> Task item: Tally the lines below that hold the string "overrides", and report the tally by itself.

> Task inputs:
◆ ◆ ◆
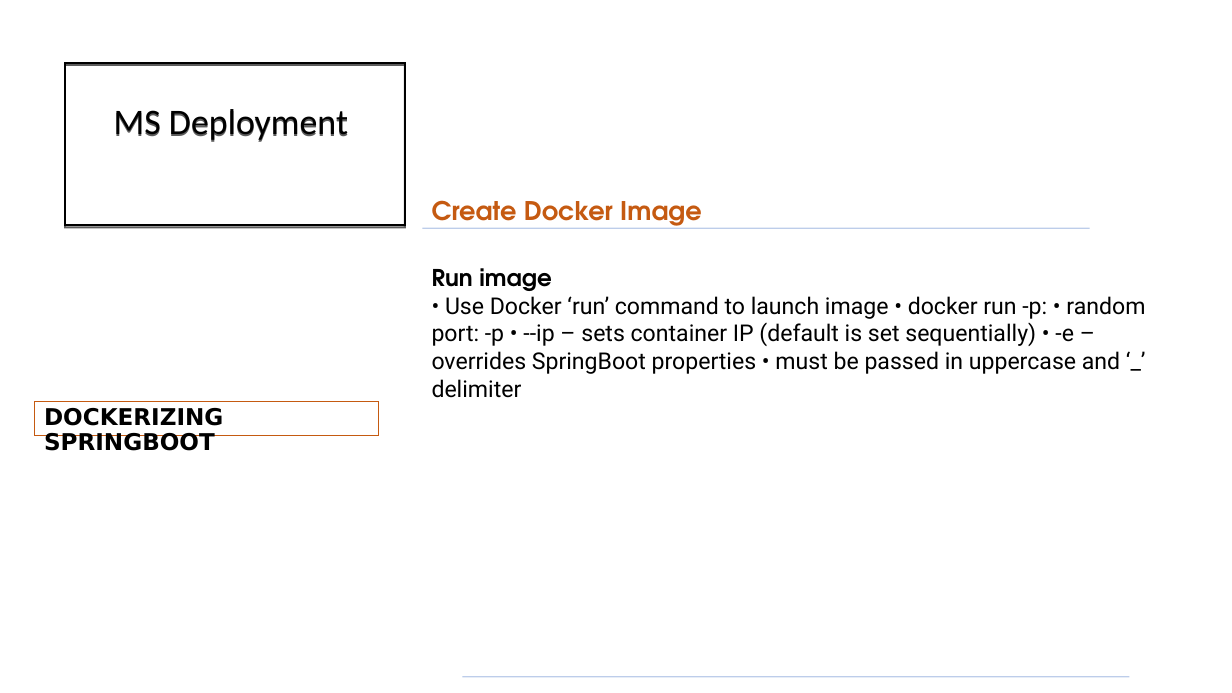
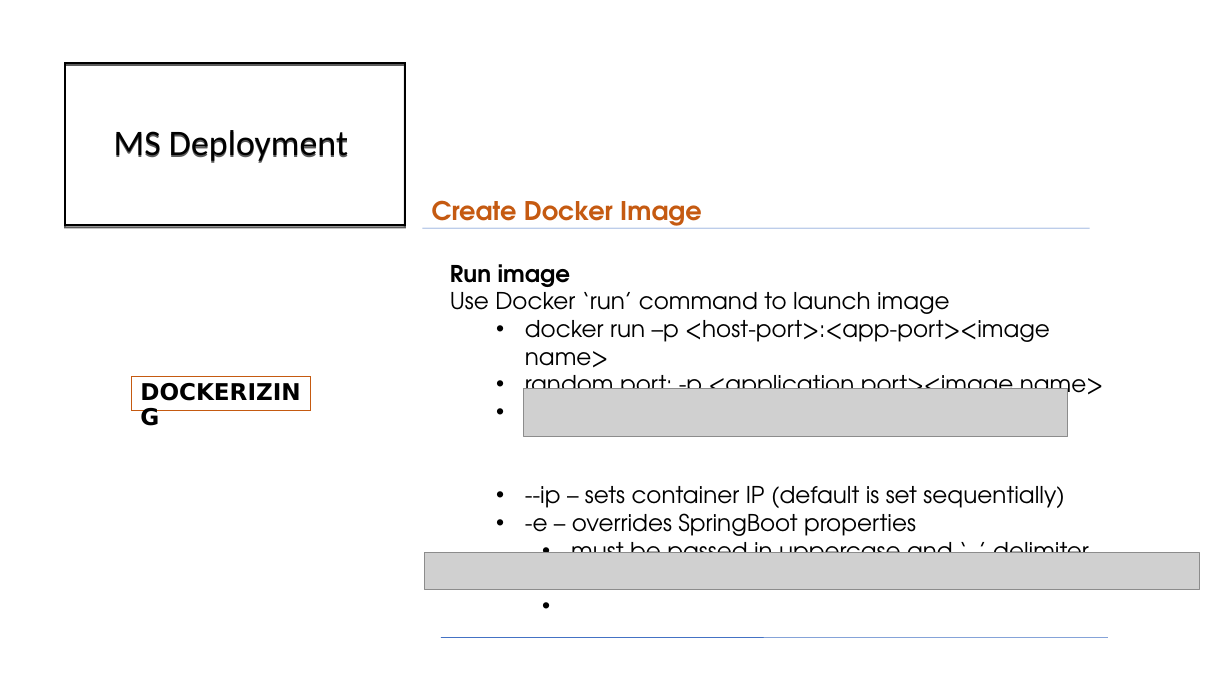
Before and after one commit to AymanGosh/MicroservicesTsofen69, a slide deck: slide 33 of MsDeployment.odp (slide 18 before the commit). Drawn at 1232x693 pixels with LibreOffice and Linux fonts; fonts in the diff are those of the drawing; grey boxes stand for pictures. Boxes give left, top, right and bottom in pixels: in the first picture for what was removed or moved away, otherwise in the second. Text is boxed around its words. In the diff, an @@ line names an element or a change of style, - is before the commit and + after.

```diff
--- a/MsDeployment.odp
+++ b/MsDeployment.odp
@@ text "Run image": place and size @@
-text "Run image" at [432,268,1145,398]
+text "Run image" at [450,264,1103,553]
@@ text at [450,286,1103,553]: text changed; font Roboto to TeX Gyre Adventor @@
-• Use Docker ‘run’ command to launch image • docker run -p: • random port: -p • --ip – sets container IP (default is set sequentially) • -e – overrides SpringBoot properties • must be passed in uppercase and ‘_’ delimiter
+Use Docker ‘run’ command to launch image
+  • docker run –p <host-port>:<app-port><image name>
+  • random port: -p <application port><image name>
+  • --ip – sets container IP (default is set sequentially)
+  • -e – overrides SpringBoot properties
+    • must be passed in uppercase and ‘_’ delimiter
@@ freeform shape "DOCKERIZING": place and size @@
-freeform shape "DOCKERIZING" at [35,401,379,435]
+freeform shape "DOCKERIZING" at [131,376,311,410]
@@ picture added at [524,389,1068,437] @@
@@ text in freeform shape at [44,408,223,451]: text changed @@
-DOCKERIZING SPRINGBOOT
+DOCKERIZING
@@ picture added at [424,553,1200,591] @@
@@ line moved from (462, 677) - (1129, 677) to (441, 638) - (1108, 638) @@
```
Also in this commit, not shown: 16 other slides changed, 17 slides added, 1 slide removed, 39 other files.
◆ ◆ ◆
> Answer section: 2